Sur la légalité de l'arrêté du 29 juin 2017 :
8. Aux termes du III de l'article L. 511-1 du code de l'entrée et du séjour des étrangers et du droit d'asile : " (...) Lorsque l'étranger ne faisant pas l'objet d'une interdiction de retour s'est maintenu sur le territoire au-delà du délai de départ volontaire, l'autorité administrative peut prononcer une interdiction de retour pour une durée maximale de deux ans à compter de sa notification (...) ". Il appartient au juge de l'excès de pouvoir, saisi d'un moyen en ce sens, de rechercher si les motifs qu'invoque l'autorité compétente sont de nature à justifier légalement dans son principe et sa durée la décision d'interdiction de retour.
9. Si M. B...se maintient irrégulièrement sur le territoire national et n'a pas exécuté l'obligation de quitter le territoire français du 28 mars 2017, ces seules circonstances ne sont pas de nature à justifier la durée maximale de l'interdiction de retour sur le territoire français, soit deux ans dans le cas d'espèce, alors qu'il est marié à une Française. Dans ces circonstances, le préfet de la Guyane a fait une inexacte appréciation de la situation de M. B...au regard des dispositions précitées du III de l'article L. 511-1 du code de l'entrée et du séjour des étrangers et du droit d'asile.
10. Il résulte de tout ce qui précède, et sans qu'il soit besoin, d'une part, de statuer sur la fin de non-recevoir opposée par le préfet de la Guyane à l'encontre des conclusions tendant à l'annulation de l'arrêté du 28 mars 2017 et, d'autre part, d'examiner les autres moyens invoqués contre l'arrêté du 29 juin 2017, que M. B...est seulement fondé à soutenir que c'est à tort que, par le jugement attaqué, le tribunal administratif de la Guyane a rejeté sa demande tendant à l'annulation de l'arrêté du 29 juin 2017.
Sur les conclusions à fin d'injonction :
11. L'exécution du présent arrêt, qui se borne à annuler l'interdiction de retour sur le territoire français, n'implique ni la délivrance d'un titre de séjour ni le réexamen de la situation de M.B.... Par suite, les conclusions à fin d'injonction doivent être rejetées.
Sur les frais exposés et non compris dans les dépens :
12. Il n'y a pas lieu, dans les circonstances de l'espèce, de faire droit aux conclusions de M. B...tendant au paiement desdits frais.
DECIDE
Article 1er : L'arrêté du préfet de la Guyane du 29 juin 2017 est annulé.
Article 2 : Le jugement du tribunal administratif de la Guyane n° 1700764 du 8 février 2018 est réformé en ce qu'il a de contraire au présent arrêt.
Article 3 : Le surplus des conclusions de la requête de M. B...est rejeté.
Article 4 : Le présent arrêt sera notifié à M.A... B..., au ministre de l'intérieur et au ministre des Outre-mer.
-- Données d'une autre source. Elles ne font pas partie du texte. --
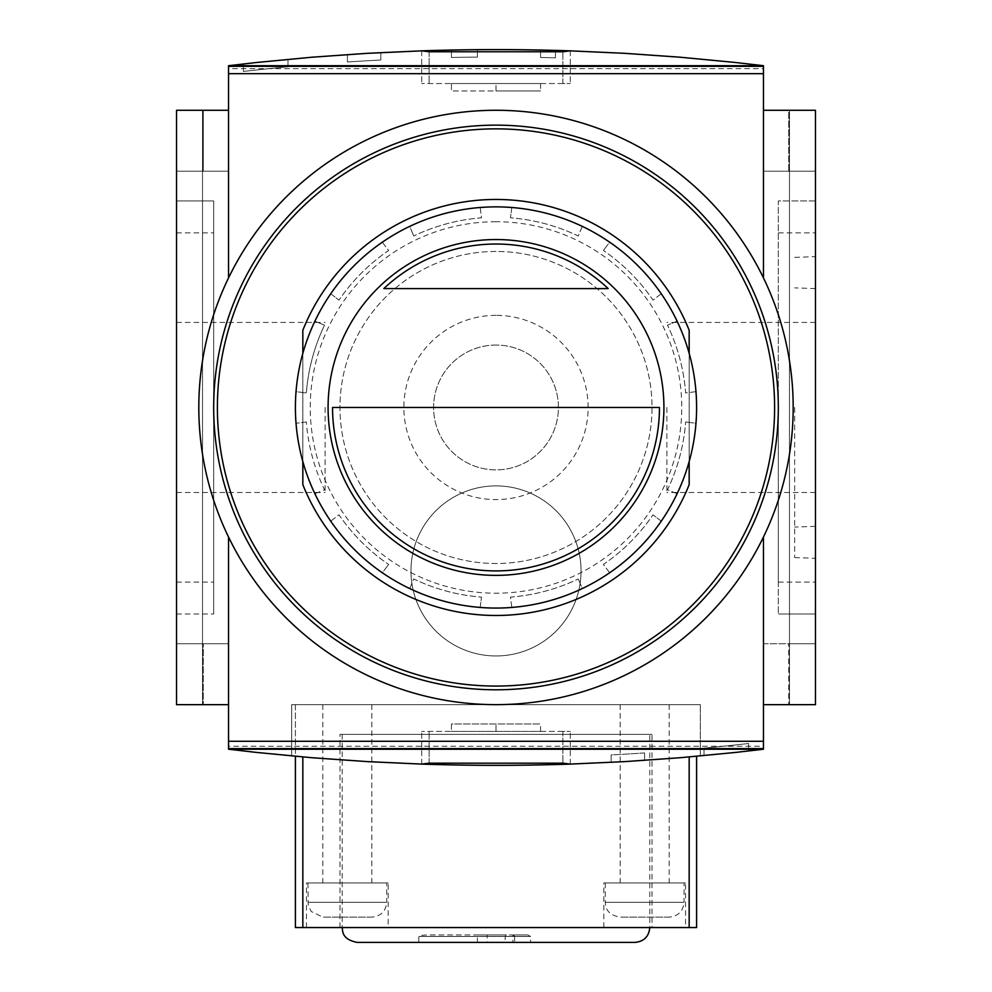 <?xml version="1.0" encoding="UTF-8"?>
<svg xmlns="http://www.w3.org/2000/svg" width="992" height="992" viewBox="0 0 992 992"><rect width="100%" height="100%" fill="white"/><g stroke="black" fill="none" stroke-linecap="round" stroke-linejoin="round"><path stroke-width="0.74" stroke-dasharray="4.96 3.72" d="M302.833 353.375L302.833 461.553L302.833 353.375M689.167 461.553L689.167 353.375L689.167 461.553M689.167 330.262A208.035 208.035 0 0 0 302.833 330.262M496 221.724A185.74 185.74 0 0 0 335.147 500.34A185.74 185.74 0 0 0 656.853 500.34A185.74 185.74 0 0 0 496 221.724M496 128.861A278.616 278.616 0 0 1 737.279 546.778A278.616 278.616 0 0 1 254.721 546.778A278.616 278.616 0 0 1 496 128.861M302.833 484.679A208.035 208.035 0 0 0 689.167 484.679M496 251.447A156.017 156.017 0 0 0 360.877 485.485A156.017 156.017 0 0 0 631.123 485.485A156.017 156.017 0 0 0 496 251.447A156.017 156.017 0 0 0 360.877 485.485A156.017 156.017 0 0 0 631.123 485.485A156.017 156.017 0 0 0 496 251.447M383.817 288.598L608.183 288.598A163.457 163.457 0 0 0 383.817 288.598M332.543 407.464A163.457 163.457 0 0 0 496 570.921A163.457 163.457 0 0 0 659.457 407.464L332.543 407.464M314.898 321.197A200.595 200.595 0 0 0 296.025 391.629L306.354 392.993L296.025 391.629A200.595 200.595 0 0 0 314.898 493.743L324.52 489.75A190.204 190.204 0 0 1 306.354 421.947A190.204 190.204 0 0 0 324.52 489.75L314.898 493.743A200.595 200.595 0 0 0 382.304 572.731L388.641 564.473L382.304 572.731A200.595 200.595 0 0 0 480.165 607.439L481.529 597.11L480.165 607.439A200.595 200.595 0 0 0 582.267 588.566L578.286 578.944L582.267 588.566A200.595 200.595 0 0 0 661.267 521.172L652.996 514.823L661.267 521.172A200.595 200.595 0 0 0 695.975 423.299L685.646 421.947L695.975 423.299A200.595 200.595 0 0 0 677.102 321.197L667.48 325.178L677.102 321.197A200.595 200.595 0 0 0 609.696 242.209L603.359 250.468L609.696 242.209A200.595 200.595 0 0 0 511.835 207.489L510.471 217.818L511.835 207.489A200.595 200.595 0 0 0 409.733 226.374L413.714 235.997L409.733 226.374A200.595 200.595 0 0 0 330.733 293.768L339.004 300.105L330.733 293.768A200.595 200.595 0 0 0 314.898 321.197L324.52 325.178A190.204 190.204 0 0 0 306.354 392.993A190.204 190.204 0 0 1 324.52 325.178L314.898 321.197M382.304 242.209L388.641 250.468A190.204 190.204 0 0 0 339.004 300.105A190.204 190.204 0 0 1 388.641 250.468L382.304 242.209M480.165 207.489L481.529 217.818A190.204 190.204 0 0 0 413.714 235.997A190.204 190.204 0 0 1 481.529 217.818L480.165 207.489M582.267 226.374L578.286 235.997A190.204 190.204 0 0 0 510.471 217.818A190.204 190.204 0 0 1 578.286 235.997L582.267 226.374M661.267 293.768L652.996 300.105A190.204 190.204 0 0 0 603.359 250.468A190.204 190.204 0 0 1 652.996 300.105L661.267 293.768M695.975 391.629L685.646 392.993A190.204 190.204 0 0 0 667.48 325.178A190.204 190.204 0 0 1 685.646 392.993L695.975 391.629M677.102 493.743L667.48 489.75A190.204 190.204 0 0 0 685.646 421.947A190.204 190.204 0 0 1 667.48 489.75L677.102 493.743M609.696 572.731L603.359 564.473A190.204 190.204 0 0 0 652.996 514.823A190.204 190.204 0 0 1 603.359 564.473L609.696 572.731M511.835 607.439L510.471 597.11A190.204 190.204 0 0 0 578.286 578.944A190.204 190.204 0 0 1 510.471 597.11L511.835 607.439M409.733 588.566L413.714 578.944A190.204 190.204 0 0 0 481.529 597.11A190.204 190.204 0 0 1 413.714 578.944L409.733 588.566M330.733 521.172L339.004 514.823A190.204 190.204 0 0 0 388.641 564.473A190.204 190.204 0 0 1 339.004 514.823L330.733 521.172M306.354 421.947L296.025 423.299L306.354 421.947M513.05 934.972L514.575 936.46L530.571 936.46L418.785 936.46L514.575 936.46L513.087 934.972L487.184 934.972L487.084 942.4L418.785 942.4L418.785 936.46C419.38 935.555 422.666 935.059 428.643 934.972L478.913 934.972L477.425 936.46L477.425 942.4L504.916 942.4L505.436 934.972L512.914 934.972L512.914 942.4L530.571 942.4L530.571 936.46L527.992 934.972L513.05 934.972M487.184 934.972L428.643 934.972M478.913 934.972L505.436 934.972M512.914 934.972L527.992 934.972M504.916 942.4L512.914 942.4M530.571 942.4L514.575 942.4L514.575 936.46M418.785 942.4L477.425 942.4M669.191 917.141L620.161 917.141L669.191 917.141C678.218 916.261 683.166 911.301 684.046 902.286L605.294 902.286L684.046 902.286L684.046 882.967L605.294 882.967L684.046 882.967M371.839 917.141L322.809 917.141L371.839 917.141C380.866 916.261 385.826 911.301 386.706 902.286L307.954 902.286L386.706 902.286L386.706 882.967L307.954 882.967L386.706 882.967M634.93 942.4L357.07 942.4M649.797 734.365L342.203 734.365L649.797 734.365L649.797 927.545L342.203 927.545L649.797 927.545M696.595 756.288L696.595 927.545L295.405 927.545L295.405 704.655L696.595 704.655L295.405 704.655L295.405 756.288M685.534 882.967L603.818 882.967L685.534 882.967L685.534 927.545L603.818 927.545L685.534 927.545M388.182 882.967L306.466 882.967L388.182 882.967L388.182 927.545L306.466 927.545L388.182 927.545M652.017 734.365L339.983 734.365L652.017 734.365L652.017 927.545L339.983 927.545L652.017 927.545M562.861 83.539L421.699 83.539L570.301 83.539L562.861 83.539L562.861 51.77L562.861 83.539M570.301 50.84L570.301 83.539L570.301 50.84M287.965 59.334A2228.888 2228.888 0 0 0 243.387 63.959L243.387 71.436L243.387 63.959A2228.888 2228.888 0 0 1 287.965 59.334L287.965 66.786A2221.448 2221.448 0 0 0 243.387 71.436A2221.448 2221.448 0 0 1 287.965 66.786L287.965 59.334A2228.888 2228.888 0 0 0 243.387 63.959L243.387 71.436L243.387 63.959A2228.888 2228.888 0 0 1 287.965 59.334L287.965 66.786A2221.448 2221.448 0 0 0 243.387 71.436A2221.448 2221.448 0 0 1 287.965 66.786L287.965 59.334A2228.888 2228.888 0 0 0 243.387 63.959L243.387 71.436L243.387 63.959A2228.888 2228.888 0 0 1 287.965 59.334L287.965 66.786A2221.448 2221.448 0 0 0 243.387 71.436A2221.448 2221.448 0 0 1 287.965 66.786L287.965 59.334A2228.888 2228.888 0 0 0 243.387 63.959L243.387 71.436L243.387 63.959A2228.888 2228.888 0 0 1 287.965 59.334L287.965 66.786A2221.448 2221.448 0 0 0 243.387 71.436A2221.448 2221.448 0 0 1 287.965 66.786L287.965 59.334A2228.888 2228.888 0 0 0 243.387 63.959A2228.888 2228.888 0 0 1 287.965 59.334L287.965 66.786A2221.448 2221.448 0 0 0 243.387 71.436L243.387 63.959L243.387 71.436A2221.448 2221.448 0 0 1 287.965 66.786L287.965 59.334M421.699 50.84L421.699 83.539L421.699 50.84M763.468 65.708C585.156 44.33 406.844 44.33 228.532 65.708L763.468 65.708L763.468 110.286L815.474 110.286L763.468 110.286L763.468 277.934A297.178 297.178 0 0 0 228.532 277.934L228.532 110.286L176.526 110.286L228.532 110.286L176.526 110.286L203.273 110.286L176.526 110.286L176.526 171.207L203.273 171.207L203.273 110.286L203.273 171.207L176.526 171.207L176.526 110.286L176.526 704.655L228.532 704.655L228.532 537.007A297.178 297.178 0 0 1 228.532 277.934M380.841 52.576A2228.888 2228.888 0 0 0 347.411 54.56A2228.888 2228.888 0 0 1 380.841 52.576A2228.888 2228.888 0 0 0 347.411 54.56A2228.888 2228.888 0 0 1 380.841 52.576A2228.888 2228.888 0 0 0 347.411 54.56A2228.888 2228.888 0 0 1 380.841 52.576A2228.888 2228.888 0 0 0 347.411 54.56A2228.888 2228.888 0 0 1 380.841 52.576A2228.888 2228.888 0 0 0 347.411 54.56A2228.888 2228.888 0 0 1 380.841 52.576L380.841 60.016A2221.448 2221.448 0 0 0 347.411 62L347.411 54.56L347.411 62A2221.448 2221.448 0 0 1 380.841 60.016L380.841 52.576L380.841 60.016A2221.448 2221.448 0 0 0 347.411 62L347.411 54.56L347.411 62A2221.448 2221.448 0 0 1 380.841 60.016L380.841 52.576L380.841 60.016A2221.448 2221.448 0 0 0 347.411 62L347.411 54.56L347.411 62A2221.448 2221.448 0 0 1 380.841 60.016L380.841 52.576L380.841 60.016A2221.448 2221.448 0 0 0 347.411 62L347.411 54.56L347.411 62A2221.448 2221.448 0 0 1 380.841 60.016L380.841 52.576L380.841 60.016A2221.448 2221.448 0 0 0 347.411 62L347.411 54.56L347.411 62A2221.448 2221.448 0 0 1 380.841 60.016L380.841 52.576M477.425 49.674A2228.888 2228.888 0 0 0 451.422 50.046A2228.888 2228.888 0 0 1 477.425 49.674A2228.888 2228.888 0 0 0 451.422 50.046A2228.888 2228.888 0 0 1 477.425 49.674A2228.888 2228.888 0 0 0 451.422 50.046A2228.888 2228.888 0 0 1 477.425 49.674A2228.888 2228.888 0 0 0 451.422 50.046A2228.888 2228.888 0 0 1 477.425 49.674A2228.888 2228.888 0 0 0 451.422 50.046A2228.888 2228.888 0 0 1 477.425 49.674L477.425 57.102A2221.448 2221.448 0 0 0 451.422 57.474L451.422 50.046L451.422 57.474A2221.448 2221.448 0 0 1 477.425 57.102L477.425 49.674L477.425 57.102A2221.448 2221.448 0 0 0 451.422 57.474L451.422 50.046L451.422 57.474A2221.448 2221.448 0 0 1 477.425 57.102L477.425 49.674L477.425 57.102A2221.448 2221.448 0 0 0 451.422 57.474L451.422 50.046L451.422 57.474A2221.448 2221.448 0 0 1 477.425 57.102L477.425 49.674L477.425 57.102A2221.448 2221.448 0 0 0 451.422 57.474L451.422 50.046L451.422 57.474A2221.448 2221.448 0 0 1 477.425 57.102L477.425 49.674L477.425 57.102A2221.448 2221.448 0 0 0 451.422 57.474L451.422 50.046L451.422 57.474A2221.448 2221.448 0 0 1 477.425 57.102L477.425 49.674M555.433 50.394A2228.888 2228.888 0 0 0 540.578 50.046A2228.888 2228.888 0 0 1 555.433 50.394A2228.888 2228.888 0 0 0 540.578 50.046A2228.888 2228.888 0 0 1 555.433 50.394A2228.888 2228.888 0 0 0 540.578 50.046A2228.888 2228.888 0 0 1 555.433 50.394A2228.888 2228.888 0 0 0 540.578 50.046A2228.888 2228.888 0 0 1 555.433 50.394A2228.888 2228.888 0 0 0 540.578 50.046A2228.888 2228.888 0 0 1 555.433 50.394L555.433 57.821A2221.448 2221.448 0 0 0 540.578 57.474L540.578 50.046L540.578 57.474A2221.448 2221.448 0 0 1 555.433 57.821L555.433 50.394L555.433 57.821A2221.448 2221.448 0 0 0 540.578 57.474L540.578 50.046L540.578 57.474A2221.448 2221.448 0 0 1 555.433 57.821L555.433 50.394L555.433 57.821A2221.448 2221.448 0 0 0 540.578 57.474L540.578 50.046L540.578 57.474A2221.448 2221.448 0 0 1 555.433 57.821L555.433 50.394L555.433 57.821A2221.448 2221.448 0 0 0 540.578 57.474L540.578 50.046L540.578 57.474A2221.448 2221.448 0 0 1 555.433 57.821L555.433 50.394L555.433 57.821A2221.448 2221.448 0 0 0 540.578 57.474L540.578 50.046L540.578 57.474A2221.448 2221.448 0 0 1 555.433 57.821L555.433 50.394M763.468 66.34L763.468 68.684L763.468 66.34M228.532 68.684L228.532 66.34L228.532 68.684L763.468 68.684M496 83.539L451.422 83.539L540.578 83.539L496 83.539L496 90.966L540.578 90.966L451.422 90.966L496 90.966L496 83.539M228.532 537.007A297.178 297.178 0 0 0 763.468 537.007L763.468 704.655L815.474 704.655L815.474 110.286L815.474 171.207L763.468 171.207L815.474 171.207L815.474 110.286L815.474 171.207L815.474 110.286L788.727 110.286L788.727 171.207L815.474 171.207L788.727 171.207L788.727 110.286L815.474 110.286L763.468 110.286L763.468 171.207L763.468 110.286M562.861 731.402L421.699 731.402L570.301 731.402L562.861 731.402L562.861 763.17L562.861 731.402M421.699 764.1L421.699 731.402L421.699 764.1M700.315 755.954A2228.888 2228.888 0 0 1 644.589 760.38L644.589 752.928A2221.448 2221.448 0 0 1 611.159 754.924L611.159 762.364A2228.888 2228.888 0 0 1 291.685 755.954A2228.888 2228.888 0 0 0 611.159 762.364L611.159 754.924A2221.448 2221.448 0 0 0 644.589 752.928L644.589 760.38A2228.888 2228.888 0 0 0 700.315 755.954L700.315 704.655L700.315 755.954M291.685 704.655L700.315 704.655L291.685 704.655L291.685 755.954L291.685 704.655M644.589 752.928A2221.448 2221.448 0 0 1 611.159 754.924L611.159 762.364L611.159 754.924A2221.448 2221.448 0 0 0 644.589 752.928L644.589 760.38A2228.888 2228.888 0 0 1 611.159 762.364A2228.888 2228.888 0 0 0 644.589 760.38L644.589 752.928M704.035 755.606A2228.888 2228.888 0 0 0 748.613 750.981L748.613 743.492L748.613 750.981A2228.888 2228.888 0 0 1 704.035 755.606L704.035 748.142A2221.448 2221.448 0 0 0 748.613 743.492A2221.448 2221.448 0 0 1 704.035 748.142L704.035 755.606A2228.888 2228.888 0 0 0 748.613 750.981L748.613 743.492L748.613 750.981A2228.888 2228.888 0 0 1 704.035 755.606L704.035 748.142A2221.448 2221.448 0 0 0 748.613 743.492A2221.448 2221.448 0 0 1 704.035 748.142L704.035 755.606A2228.888 2228.888 0 0 0 748.613 750.981L748.613 743.492L748.613 750.981A2228.888 2228.888 0 0 1 704.035 755.606L704.035 748.142A2221.448 2221.448 0 0 0 748.613 743.492A2221.448 2221.448 0 0 1 704.035 748.142L704.035 755.606A2228.888 2228.888 0 0 0 748.613 750.981L748.613 743.492L748.613 750.981A2228.888 2228.888 0 0 1 704.035 755.606L704.035 748.142A2221.448 2221.448 0 0 0 748.613 743.492A2221.448 2221.448 0 0 1 704.035 748.142L704.035 755.606A2228.888 2228.888 0 0 0 748.613 750.981A2228.888 2228.888 0 0 1 704.035 755.606L704.035 748.142A2221.448 2221.448 0 0 0 748.613 743.492L748.613 750.981L748.613 743.492A2221.448 2221.448 0 0 1 704.035 748.142L704.035 755.606M570.301 764.1L570.301 731.402L570.301 764.1M228.532 749.233C406.844 770.61 585.156 770.61 763.468 749.233L228.532 749.233L228.532 704.655L176.526 704.655L228.532 704.655L228.532 643.734L228.532 704.655M228.532 748.6L228.532 746.257L228.532 748.6M763.468 746.257L763.468 748.6L763.468 746.257L228.532 746.257M451.422 731.402L540.578 731.402L451.422 731.402L451.422 723.974L540.578 723.974L451.422 723.974L451.422 731.402M763.468 277.934A297.178 297.178 0 0 1 763.468 537.007M763.468 704.655L763.468 643.734L815.474 643.734L815.474 704.655L763.468 704.655L815.474 704.655L788.727 704.655L815.474 704.655L815.474 643.734L788.727 643.734L788.727 704.655L788.727 643.734L815.474 643.734L815.474 704.655L815.474 110.286L815.474 704.655L815.474 110.286L815.474 704.655L815.474 643.734L763.468 643.734L763.468 749.233M778.323 407.464A282.323 282.323 0 0 0 354.838 162.973A282.323 282.323 0 0 0 354.838 651.967A282.323 282.323 0 0 0 778.323 407.464L778.323 582.068L778.323 407.464M451.422 83.539L451.422 90.966L451.422 83.539M540.578 83.539L540.578 90.966M325.116 407.464L325.116 492.503L325.116 407.464M176.526 407.464L176.526 582.068L176.526 407.464M666.884 407.464L666.884 492.503L666.884 407.464M815.474 407.464L815.474 582.068L815.474 407.464M410.973 570.921A85.027 85.027 0 0 0 538.52 644.564A85.027 85.027 0 0 0 538.52 497.277A85.027 85.027 0 0 0 410.973 570.921A85.027 85.027 0 0 1 538.52 497.277A85.027 85.027 0 0 1 538.52 644.564A85.027 85.027 0 0 1 410.973 570.921M176.526 171.207L176.526 704.655L203.273 704.655L176.526 704.655L176.526 110.286L176.526 704.655L176.526 110.286L176.526 171.207L228.532 171.207L228.532 110.286L228.532 171.207L176.526 171.207M203.273 643.734L176.526 643.734L203.273 643.734L203.273 704.655L203.273 643.734M176.526 643.734L176.526 704.655L176.526 643.734L228.532 643.734L176.526 643.734M228.532 110.286L228.532 65.708M176.526 200.93L176.526 614.011L176.526 200.93L213.677 200.93L213.677 614.011L213.677 200.93L176.526 200.93M496 731.402L496 723.974L496 731.402M540.578 731.402L540.578 723.974M815.474 200.93L778.323 200.93L778.323 614.011L778.323 200.93L815.474 200.93L815.474 614.011L778.323 614.011L815.474 614.011L815.474 200.93M213.677 407.464L213.677 582.068L213.677 407.464M176.526 614.011L213.677 614.011L176.526 614.011M794.666 407.464L794.666 557.566L794.666 407.464M496 345.055A62.409 62.409 0 0 0 441.948 438.675A62.409 62.409 0 0 0 550.052 438.675A62.409 62.409 0 0 0 496 345.055A62.409 62.409 0 0 0 441.948 438.675A62.409 62.409 0 0 0 550.052 438.675A62.409 62.409 0 0 0 496 345.055M496 315.344A92.132 92.132 0 0 0 416.218 453.53A92.132 92.132 0 0 0 575.782 453.53A92.132 92.132 0 0 0 496 315.344M627.341 882.967L669.191 882.967L627.341 882.967M627.341 704.655L669.191 704.655L627.341 704.655M364.659 704.655L322.809 704.655L364.659 704.655M364.659 882.967L322.809 882.967L364.659 882.967M689.167 927.545L689.167 756.946M302.833 756.946L302.833 927.545M429.139 51.77L429.139 83.539L429.139 51.77M429.139 763.17L429.139 731.402L429.139 763.17M514.141 935.406L513.087 934.972M605.294 882.967L605.294 902.286C605.554 906.49 606 914.624 620.161 917.141M307.954 882.967L308.214 905.064L311.141 911.474L322.809 917.141M342.203 734.365L342.203 927.545M603.818 927.545L603.818 882.967M306.466 927.545L306.466 882.967M339.983 927.545L339.983 734.365M176.526 492.503L325.116 492.503M176.526 322.437L325.116 322.437M815.474 322.437L666.884 322.437M815.474 492.503L666.884 492.503M778.323 232.872L815.474 232.872M778.323 582.068L815.474 582.068M176.526 582.068L213.677 582.068M176.526 232.872L213.677 232.872M815.474 288.598L794.666 287.866M815.474 526.343L794.666 527.074M794.666 557.566L815.474 558.285M794.666 257.374L815.474 256.643M789.471 704.655L789.471 110.286L789.471 704.655M202.529 704.655L202.529 110.286L202.529 704.655M620.161 704.655L620.161 882.967M669.191 704.655L669.191 882.967M322.809 704.655L322.809 882.967M371.839 704.655L371.839 882.967"/><path stroke-width="1.49" d="M302.833 330.262L302.833 353.375L302.833 330.262A208.035 208.035 0 0 1 689.167 330.262L689.167 353.375L689.167 330.262M302.833 461.553L302.833 484.679L302.833 461.553M689.167 484.679L689.167 461.553L689.167 484.679A208.035 208.035 0 0 1 302.833 484.679M496 128.861A278.616 278.616 0 0 0 254.721 546.778A278.616 278.616 0 0 0 737.279 546.778A278.616 278.616 0 0 0 496 128.861M608.183 288.598L383.817 288.598A163.457 163.457 0 0 1 608.183 288.598M659.457 407.464A163.457 163.457 0 0 1 496 570.921A163.457 163.457 0 0 1 332.543 407.464L659.457 407.464M295.405 407.464A200.595 200.595 0 0 0 488.076 607.91A200.595 200.595 0 0 0 695.975 423.299A200.595 200.595 0 0 0 503.924 207.03A200.595 200.595 0 0 0 295.405 407.464A200.595 200.595 0 0 0 488.076 607.91A200.595 200.595 0 0 0 695.975 423.299A200.595 200.595 0 0 0 503.924 207.03A200.595 200.595 0 0 0 295.405 407.464M514.575 942.4L487.084 942.4M342.203 927.545C342.798 931.624 341.918 939.226 357.07 942.4L634.93 942.4C643.957 941.52 648.917 936.572 649.797 927.545M295.405 756.288L295.405 927.545L696.595 927.545L696.595 756.288M429.139 50.604A2228.888 2228.888 0 0 1 562.861 50.604L570.301 50.84L562.861 51.77L429.139 51.77L421.699 50.84L429.139 50.604L429.139 51.77M569.234 50.803L624.848 53.332L680.388 57.238L735.816 62.533L763.468 65.708L763.468 66.34L228.532 66.34L228.532 65.708L256.184 62.533L311.612 57.238L367.152 53.332L422.766 50.803M228.532 65.708L763.468 65.708M763.468 277.934L763.468 66.34M228.532 66.34L228.532 73.668L763.468 73.668M228.532 73.668L228.532 277.934A297.178 297.178 0 0 1 793.178 407.464A297.178 297.178 0 0 1 429.548 697.128A297.178 297.178 0 0 1 228.532 277.934M228.532 704.655L176.526 704.655L176.526 110.286L228.532 110.286M763.468 110.286L815.474 110.286L815.474 704.655L763.468 704.655M562.861 764.336A2228.888 2228.888 0 0 1 429.139 764.336L421.699 764.1L429.139 763.17L562.861 763.17L570.301 764.1L562.861 764.336L562.861 763.17M422.766 764.138L367.152 761.608L311.612 757.702L256.184 752.395L228.532 749.233L228.532 748.6L763.468 748.6L763.468 749.233L735.816 752.395L680.388 757.702L624.848 761.608L569.234 764.138M763.468 749.233L228.532 749.233M228.532 537.007L228.532 748.6M763.468 748.6L763.468 741.272L228.532 741.272M763.468 741.272L763.468 537.007M778.323 407.464A282.323 282.323 0 0 1 354.838 651.967A282.323 282.323 0 0 1 354.838 162.973A282.323 282.323 0 0 1 778.323 407.464M328.092 407.464A167.908 167.908 0 0 1 579.96 262.049A167.908 167.908 0 0 1 579.96 552.879A167.908 167.908 0 0 1 328.092 407.464M302.833 927.545L302.833 756.946M689.167 756.946L689.167 927.545M562.861 50.604L562.861 51.77M429.139 764.336L429.139 763.17"/></g></svg>

Copie en sera adressée au préfet de la Guyane.
Délibéré après l'audience du 4 octobre 2018 à laquelle siégeaient :
Mme Marianne Pouget, président,
M. Braud, premier conseiller,
Mme Agnès Bourjol, conseiller.
Lu en audience publique, le 26 octobre 2018
Le rapporteur,
Paul-André Braud
Le président,
Marianne Pouget Le greffier,
Florence Faure
La République mande et ordonne au de l'intérieur en ce qui le concerne, et à tous huissiers de justice à ce requis, en ce qui concerne les voies de droit commun contre les parties privées, de pourvoir à l'exécution du présent arrêt.